# Door light won't come on- why?



## 1.8turbs (Jun 17, 2012)

I have a troubleshooting problem that I do not know how to fix. My driver's side courtesy light will not come on. I changed the bulb and it is not the bulb. I tried the fixture from the passenger's side and it is not the fixture. It is like the sensor that tells the lights "hey, Mr. driver opened the door!" has become disconnected or something. When the passenger opens their door, the dome lights and their courtesy light. Does anyone have a diagram of wiring inside the door or any advice on the "door open" switch that would be inside the driver's door?

The car: 2002 VW GTI 1.8t


----------



## 1.8turbs (Jun 17, 2012)

77 views and no replies? bummer.


----------



## twin2626 (May 11, 2006)

Mine dont come on either. But if I open the rear doors they come on. Must be a sensor. Maybe corroded grounds


----------



## jrscpu2004 (Sep 2, 2012)

*Your Door Light*

I had the same problem in my 2006 Jetta S. It only happened on the drivers side front door too. 
I figured they had a button switch or something to this affect but none was found. I found if you take a good quality "tuner" spray and sprayed the inside of the door lock assembly it seemed to work. After spraying it in, work it in my opening & closing the door a whole bunch of times. 
It seemed to work. If it returned, I was just repeat the process. Give it a try.


----------



## 1.8turbs (Jun 17, 2012)

What is this "tuner" spray?


----------



## jrscpu2004 (Sep 2, 2012)

*"Tuner" Spray*

It's a Electrical Contact Cleaner Spray. Most electrical supply stores(including Radio Shack) will have it. Two types. One is just the contact cleaner itself and the other has a Lubricant in it. Don't use the one with lubricant in it.


----------



## vwbeaner (Jun 4, 2007)

Get a test light or a multimeter and check the door switch and the light socket to see where you lost your power.
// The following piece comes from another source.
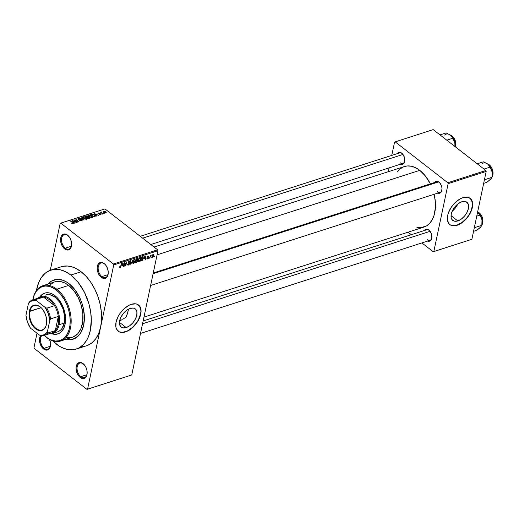 <?xml version="1.0" encoding="UTF-8"?>
<svg xmlns="http://www.w3.org/2000/svg" width="519" height="519" viewBox="0 0 519 519"><rect width="100%" height="100%" fill="white"/><g stroke="black" fill="none" stroke-linecap="round" stroke-linejoin="round"><path stroke-width="0.78" d="M104.553 263.944A7.61 4.749 -107.8 0 0 98.312 266.461A7.61 4.749 -107.8 0 0 101.886 276.595L101.25 277.334A8.298 5.184 72.2 0 1 97.351 266.279A8.298 5.184 72.2 0 1 104.157 263.535L104.553 263.944A7.61 4.749 72.2 0 1 105.286 264.599A7.61 4.749 -107.8 0 0 104.553 263.944L103.086 262.854L100.939 262.387L99.058 263.146L97.734 265.008L97.17 267.7L97.442 270.814L98.519 273.863L100.232 276.393L103.411 278.405L105.461 278.255L107.096 276.919L108.062 274.596L108.212 271.638L107.524 268.498L106.097 265.65L104.157 263.535A8.298 5.184 72.2 0 1 105.123 264.424A8.298 5.184 72.2 0 1 108.179 273.909A8.298 5.184 72.2 0 1 101.25 277.334L101.886 276.595A7.61 4.749 72.2 0 1 98.162 269.004A7.61 4.749 72.2 0 1 100.887 263.029A7.61 4.749 72.2 0 1 104.553 263.944M83.462 364.014A7.61 4.749 -107.8 0 0 77.221 366.524A7.61 4.749 -107.8 0 0 80.802 376.664L80.166 377.404A8.298 5.184 72.2 0 1 76.261 366.343A8.298 5.184 72.2 0 1 83.072 363.598L83.462 364.014A7.61 4.749 72.2 0 1 84.195 364.669A7.61 4.749 -107.8 0 0 83.462 364.014L82.002 362.924L79.848 362.457L77.973 363.209L76.65 365.078L76.079 367.77L76.358 370.877L77.435 373.927L79.148 376.457L81.236 378.085L83.384 378.552L85.265 377.793L86.589 375.931L87.153 373.232L86.881 370.125L85.804 367.076L83.072 363.598A8.298 5.184 72.2 0 1 84.039 364.494A8.298 5.184 72.2 0 1 87.088 373.978A8.298 5.184 72.2 0 1 80.166 377.404L80.802 376.664A7.61 4.749 72.2 0 1 77.072 369.074A7.61 4.749 72.2 0 1 79.803 363.092A7.61 4.749 72.2 0 1 83.462 364.014M41.637 335.793A7.61 4.749 -107.8 0 0 44.199 348.243L43.564 348.982A8.298 5.184 72.2 0 1 40.618 335.605L39.483 339.348L39.755 342.456L41.624 346.867L44.634 349.663L47.78 349.903L49.986 347.503L50.525 343.28L49.571 339.452A8.298 5.184 72.2 0 1 50.492 345.55A8.298 5.184 72.2 0 1 43.564 348.982L44.199 348.243A7.61 4.749 72.2 0 1 41.637 335.793M67.95 235.522A7.61 4.749 -107.8 0 0 61.709 238.033A7.61 4.749 -107.8 0 0 65.284 248.173L64.654 248.912A8.298 5.184 72.2 0 1 60.749 237.858A8.298 5.184 72.2 0 1 67.561 235.113L67.95 235.522A7.61 4.749 72.2 0 1 68.683 236.177A7.61 4.749 -107.8 0 0 67.95 235.522L66.484 234.432L64.337 233.965L62.462 234.724L61.138 236.586L60.567 239.278L60.846 242.392L61.923 245.442L63.636 247.972L65.725 249.594L67.872 250.061L69.754 249.308L71.077 247.44L71.641 244.747L71.369 241.64L70.292 238.584L67.561 235.113A8.298 5.184 72.2 0 1 68.527 236.002A8.298 5.184 72.2 0 1 71.577 245.487A8.298 5.184 72.2 0 1 64.654 248.912L65.284 248.173A7.61 4.749 72.2 0 1 61.56 240.582A7.61 4.749 72.2 0 1 64.291 234.607A7.61 4.749 72.2 0 1 67.95 235.522M125.267 317.518L126.208 316.707L125.267 317.518M123.269 318.964L124.288 318.27L123.269 318.964M120.194 320.651L122.244 319.594L120.194 320.651M126.208 327.567L119.441 322.318L126.208 327.567L123.081 327.891L120.739 326.711L119.539 324.2L119.662 320.742L121.083 316.869L123.593 313.158L126.811 310.187L130.243 308.409A11.522 6.643 -52.2 0 1 135.29 308.889A11.522 6.643 -52.2 0 1 135.576 318.692A11.522 6.643 -52.2 0 1 126.208 327.567A11.522 6.643 -52.2 0 1 121.161 327.087A11.522 6.643 -52.2 0 1 120.875 317.284A11.522 6.643 -52.2 0 1 130.243 308.409L133.37 308.078L135.712 309.266L136.912 311.776L136.789 315.234L135.368 319.107L132.851 322.812L129.64 325.783L126.208 327.567M118.131 331.161A16.595 9.563 127.8 0 0 125.319 331.79L125.494 331.926A16.595 9.563 -52.2 0 1 118.222 331.232A16.595 9.563 -52.2 0 1 117.813 317.115A16.595 9.563 -52.2 0 1 131.313 304.322L135.816 303.855L137.678 304.445L140.279 307.157L141.071 311.543L140.74 314.157L138.69 319.743L135.07 325.082L132.838 327.398L127.959 330.888L123.146 332.439L119.13 331.81L116.528 329.091L115.893 327.074L116.068 322.091L118.118 316.512L119.759 313.755L123.97 308.857L128.848 305.36L131.313 304.322A16.595 9.563 -52.2 0 1 138.586 305.016A16.595 9.563 -52.2 0 1 138.995 319.14A16.595 9.563 -52.2 0 1 125.494 331.926L125.319 331.79A16.595 9.563 127.8 0 0 138.774 319.081A16.595 9.563 127.8 0 0 138.489 304.945M437.582 192.958L439.937 193.133L441.598 191.342L442 188.17L441.481 185.815L439.723 182.805L438.153 181.585L435.798 181.403L434.481 182.552A6.222 3.886 72.2 0 1 438.957 182.091L439.353 182.506A5.534 3.458 -107.8 0 0 435.344 182.948M400.357 164.049L401.972 164.4L403.38 163.835L404.664 161.48L404.256 156.907L402.128 153.598A5.534 3.458 72.2 0 1 402.621 154.033A5.534 3.458 -107.8 0 0 402.128 153.598L400.928 152.677L399.319 152.327L397.256 153.643A6.222 3.886 72.2 0 1 401.732 153.189A6.222 3.886 72.2 0 1 402.459 153.858A6.222 3.886 72.2 0 1 404.749 160.968A6.222 3.886 72.2 0 1 400.642 164.173M427.474 240.92L429.829 241.101L431.055 240.096L431.776 238.351L431.373 233.777L429.245 230.468A5.534 3.458 72.2 0 1 429.738 230.903A5.534 3.458 -107.8 0 0 429.245 230.468L428.045 229.547L426.436 229.197L424.373 230.514A6.222 3.886 72.2 0 1 428.85 230.06A6.222 3.886 72.2 0 1 429.576 230.721A6.222 3.886 72.2 0 1 431.866 237.838A6.222 3.886 72.2 0 1 427.76 241.043M71.388 246.214L65.284 248.173L71.388 246.214M50.304 346.277L44.199 348.243L50.304 346.277M86.9 374.699L80.802 376.664L86.9 374.699M107.991 274.635L101.886 276.595L107.991 274.635M48.046 284.055A31.121 19.437 72.2 0 1 54.054 279.942A31.121 19.437 72.2 0 1 69.033 283.685L74.626 289.33L79.271 296.712L81.639 302.298L83.312 308.156L84.383 316.979L83.663 325.16L81.217 332.004L78.719 335.521L75.644 338.038L70.201 339.75L65.829 339.348L70.201 339.75L73.925 338.894L78.719 335.521L81.217 332.004L83.663 325.16L84.383 316.979L83.312 308.156L81.639 302.298L79.271 296.712L74.626 289.33L69.033 283.685A31.121 19.437 72.2 0 1 84.279 314.741A31.121 19.437 72.2 0 1 73.108 339.192A31.121 19.437 72.2 0 1 65.829 339.348A31.121 19.437 72.2 0 0 73.108 339.192A31.121 19.437 72.2 0 0 84.279 314.741A31.121 19.437 72.2 0 0 69.033 283.685L67.035 282.284L69.033 283.685A31.121 19.437 72.2 0 0 54.054 279.942A31.121 19.437 72.2 0 0 48.046 284.055L51.511 281.09L56.954 279.384L62.968 280.273L67.035 282.284L62.968 280.273L56.954 279.384L51.511 281.09L48.046 284.055M76.28 349.066L86.563 345.758A41.494 25.918 -107.8 0 0 100.641 327.054A41.494 25.918 -107.8 0 0 81.133 271.755L70.85 275.057A41.494 25.918 72.2 0 1 91.175 316.467A41.494 25.918 72.2 0 1 76.28 349.066A41.494 25.918 72.2 0 1 56.305 344.071A41.494 25.918 72.2 0 1 52.62 340.808L58.965 345.946L61.67 347.464L67.107 349.404L72.413 349.812L77.376 348.671L79.666 347.529L83.767 344.175L87.095 339.484L88.425 336.695L90.358 330.363L91.318 319.451L90.624 311.64L88.892 303.751L84.506 292.431L78.311 282.583L70.85 275.057L81.133 271.755L75.768 268.355L73.049 267.201L67.652 266.026L62.494 266.39L50.875 270.068A41.494 25.918 72.2 0 1 70.85 275.057L65.485 271.664L60.048 269.731L54.748 269.322L49.785 270.464L45.354 273.104L41.624 277.146L38.73 282.44L36.46 290.569A41.494 25.918 72.2 0 1 50.875 270.068M154.072 247.044L404.463 166.515A31.808 19.871 -107.8 0 1 419.78 170.342L425.496 176.11L430.355 183.875A31.808 19.871 -107.8 0 0 419.78 170.342L157.075 254.835L419.78 170.342L415.667 167.741L411.496 166.255L407.434 165.944L404.444 166.521M143.951 317.128L423.945 227.082A31.808 19.871 -107.8 0 0 434.124 194.288L435.305 201.404L435.428 207.276L434.092 215.255L432.23 219.732L429.68 223.332L426.54 225.908L420.974 227.653L416.906 227.341M143.14 320.963L426.579 229.8A5.534 3.458 72.2 0 1 429.245 230.468M140.234 236.307L399.468 152.93A5.534 3.458 72.2 0 1 402.128 153.598M153.248 273L436.687 181.838A5.534 3.458 72.2 0 1 439.353 182.506A5.534 3.458 72.2 0 1 439.846 182.941A5.534 3.458 -107.8 0 0 439.353 182.506L438.957 182.091A6.222 3.886 72.2 0 1 439.684 182.759A6.222 3.886 72.2 0 1 441.974 189.876A6.222 3.886 72.2 0 1 437.867 193.081M452.224 211.181A11.522 6.643 127.8 0 0 457.79 204.012L454.813 208.677L452.224 211.181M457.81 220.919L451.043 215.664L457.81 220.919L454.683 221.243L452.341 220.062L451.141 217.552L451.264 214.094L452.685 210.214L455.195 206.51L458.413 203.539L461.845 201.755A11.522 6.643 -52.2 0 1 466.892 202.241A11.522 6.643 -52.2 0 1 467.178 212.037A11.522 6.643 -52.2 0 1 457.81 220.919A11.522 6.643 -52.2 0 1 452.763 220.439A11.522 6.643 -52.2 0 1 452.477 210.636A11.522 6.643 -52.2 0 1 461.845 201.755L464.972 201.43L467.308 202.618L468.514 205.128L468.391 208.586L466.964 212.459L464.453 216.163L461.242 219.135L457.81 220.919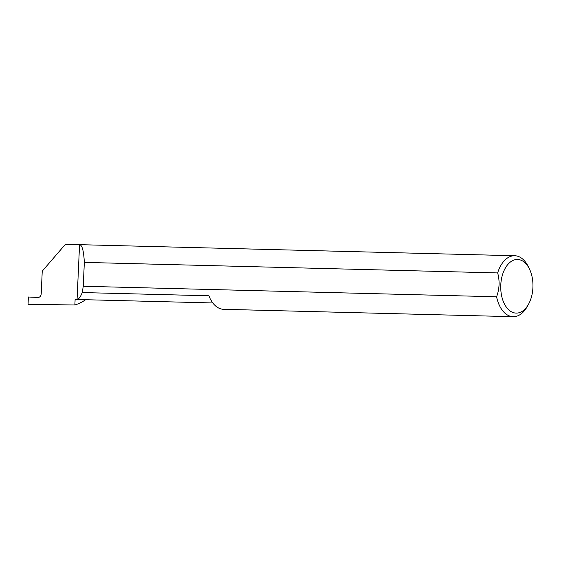 <?xml version="1.0" encoding="UTF-8"?>
<svg xmlns="http://www.w3.org/2000/svg" width="561" height="561" viewBox="0 0 561 561"><rect width="100%" height="100%" fill="white"/><g stroke="black" fill="none" stroke-linecap="round" stroke-linejoin="round"><path stroke-width="0.84" d="M212.808 302.954L76.135 299.476A51.212 30.75 -88.5 0 1 75.118 299.42L77.067 299.469C78.806 299.188 80.539 296.881 82.257 292.554L208.902 295.78A30.483 18.303 91.5 0 0 223.019 309.279A30.483 18.303 91.5 0 0 223.622 309.314L513.147 316.692A30.483 18.303 -88.5 0 1 512.544 316.656A30.483 18.303 -88.5 0 1 496.583 296.783C499.507 288.908 499.865 280.949 497.663 272.927A30.483 18.303 -88.5 0 1 514.696 255.739A30.483 18.303 -88.5 0 1 515.307 255.767A30.483 18.303 -88.5 0 1 528.174 266.433L529.388 268.88A26.83 16.108 91.5 0 0 518.062 259.498A26.83 16.108 91.5 0 0 500.777 284.988A26.83 16.108 91.5 0 0 515.629 313.08A26.83 16.108 91.5 0 0 528.483 304.307A26.83 16.108 91.5 0 0 529.388 268.88M514.696 255.739L65.42 244.308L42.243 271.152L41.212 293.887C40.925 296.089 39.894 297.281 38.12 297.47L28.38 297.007L28.05 304.314L74.865 304.988L75.118 299.42M77.067 299.469L79.557 244.673C82.137 244.933 83.729 250.844 84.332 262.394L497.663 272.927M528.483 304.307L527.151 306.692A30.483 18.303 -88.5 0 1 513.147 316.692M85.644 299.714A86.177 51.745 -88.5 0 1 74.865 304.988M496.583 296.783L83.252 286.257L82.257 292.554M83.252 286.257L84.332 262.394"/></g></svg>

That is where I'd start. :thumbup:


----------



## mk5RABt (Jul 28, 2008)

it has a bad door latch... I.E. comfort module doesn't know the door is open...:thumbup:


----------



## mk5RABt (Jul 28, 2008)

mk5RABt said:


> it has a bad door latch... I.E. comfort module doesn't know the door is open...:thumbup:


if you scan it with vag com it will have an implausible fault for the latch...


----------